I have it and love it. All four of mine fit in it.


----------



## SammieMom (Nov 13, 2010)

Thank you Linda.


----------



## SammieMom (Nov 13, 2010)

The A Team said:


> Nope, that's Ava and Mona Lisa. It's not real deep, but there are two tethers to hook them in.
> 
> Have you looked at the Guardian Gear stroller? A good friend of mine got that one and she really likes it...and it's half the price!! check it out....it has a lot of the same features.


Thanks a lot Pat I'll look at it. Abbey and Ava look alike. Lol.


----------



## edelweiss (Apr 23, 2010)

The A Team said:


> Nope, that's Ava and Mona Lisa. It's not real deep, but there are two tethers to hook them in.
> 
> Have you looked at the Guardian Gear stroller? A good friend of mine got that one and she really likes it...and it's half the price!! check it out....it has a lot of the same features.


Pat, Guardian Gear has lots of strollers---which one does your friend have? There is one EXT II ? which is 179.$ is this the one. Pet Edge says "no longer available?" just curious.


----------



## CeeCee's Mom (Sep 14, 2006)

I am getting my Dogger today....Can't wait!!! I looked at everyone of them but I wanted this one after seeing Pat's stroller. It looks like the sturdiest one on the market and I love that it has shock absorbers on it. Love the big wheels and it looks like it goes together beautiful. Just pop those wheels on it and your good to go!!!!:chili:


----------



## The A Team (Dec 1, 2005)

Elaine got hers from Dr. Foster & Smith, but I don't see it on their website at the moment...

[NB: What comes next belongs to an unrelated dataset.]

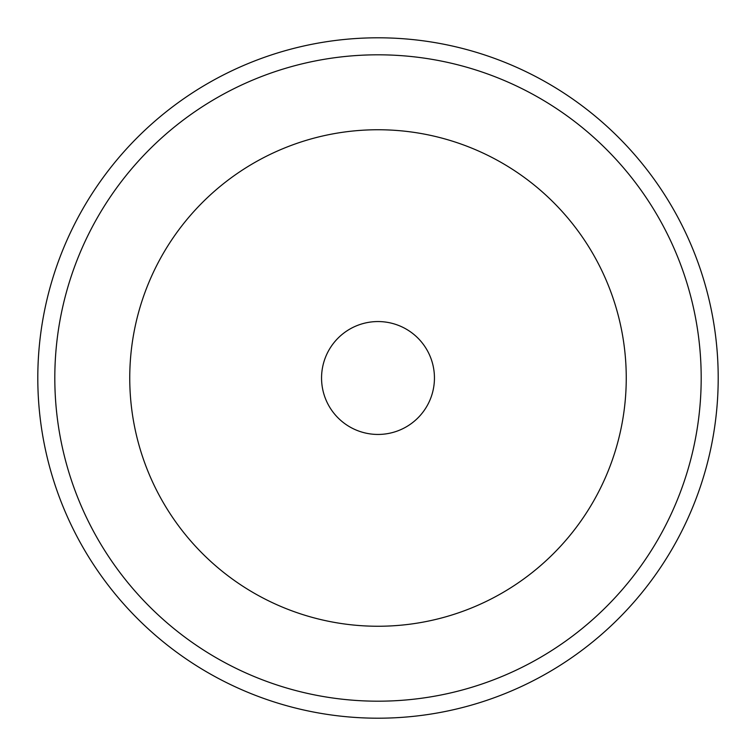 <?xml version="1.0" encoding="UTF-8"?>
<svg xmlns="http://www.w3.org/2000/svg" width="756" height="756" viewBox="0 0 756 756"><rect width="100%" height="100%" fill="white"/><g stroke="black" fill="none" stroke-linecap="round" stroke-linejoin="round"><path stroke-width="1.13" d="M378 701.19A323.19 323.19 0 0 0 701.19 378A323.19 323.19 0 0 0 378 54.81A323.19 323.19 0 0 0 54.81 378A323.19 323.19 0 0 0 378 701.19M378 718.2A340.2 340.2 0 0 0 718.2 378A340.2 340.2 0 0 0 378 37.8A340.2 340.2 0 0 0 37.8 378A340.2 340.2 0 0 0 378 718.2M378 626.251A248.251 248.251 0 0 0 626.251 378A248.251 248.251 0 0 0 378 129.749A248.251 248.251 0 0 0 129.749 378A248.251 248.251 0 0 0 378 626.251M378 434.445A56.445 56.445 0 0 0 434.445 378A56.445 56.445 0 0 0 378 321.555A56.445 56.445 0 0 0 321.555 378A56.445 56.445 0 0 0 378 434.445"/></g></svg>

but i did a search and found this...

Guardian Gear Sprinter EXT II Dog Stroller


----------



## edelweiss (Apr 23, 2010)

Thanks Pat, I had also found that page. I also want to know where it is from/made so I wrote the company. I could not find it listed.


----------



## edelweiss (Apr 23, 2010)

OK, so I heard back on the other stroller Pat mentioned (Guardian Gear Sprinter EXT II Dog Stroller) and it IS made in China. For my $$$ I would prefer to pay the difference & get the one made in Canada! It isn't really that much more than this one. JMHO

Except that I already have a much cheaper one which isn't nearly as nice! When I bought mine DH was not convinced we would use it---HA! :HistericalSmiley:


----------



## SammieMom (Nov 13, 2010)

Thanks for all your posts. I am going with the dogger. Not that much more. Looks little bigger to me. Thanks.


----------



## The A Team (Dec 1, 2005)

SammieMom said:


> Thanks for all your posts. I am going with the dogger. Not that much more. Looks little bigger to me. Thanks.


 
Elaine loves her new stroller, but we did both agree that the Dogger was made a bit better...:thumbsup:


...and the ride is smoother. I used mine a few times before I realized there wasn't any air in the tires :blush: - just letting you know, incase you don't notice either.


----------



## edelweiss (Apr 23, 2010)

:smrofl::smroflat, your life is so good, honestly, I am surprised you EVER noticed!


----------



## sassy's mommy (Aug 29, 2005)

I have been looking for a while to purchase another stroller. I need one with the larger wheels for our off road adventures in the mountains. I have looked at several and I think I am going to go with the Pet Gear AT3, generation 2. Only because I only have one fluff (Sassy) and I don't think I want the air filled tires and the spoke wheels. The better strollers have the shocks (as does the AT3, generation 2) but I am not sure one or two maltese are heavy enough for them to work. I know Sassy's current smaller pink stroller has shocks, but she doesn't weigh enough to make them actually work. 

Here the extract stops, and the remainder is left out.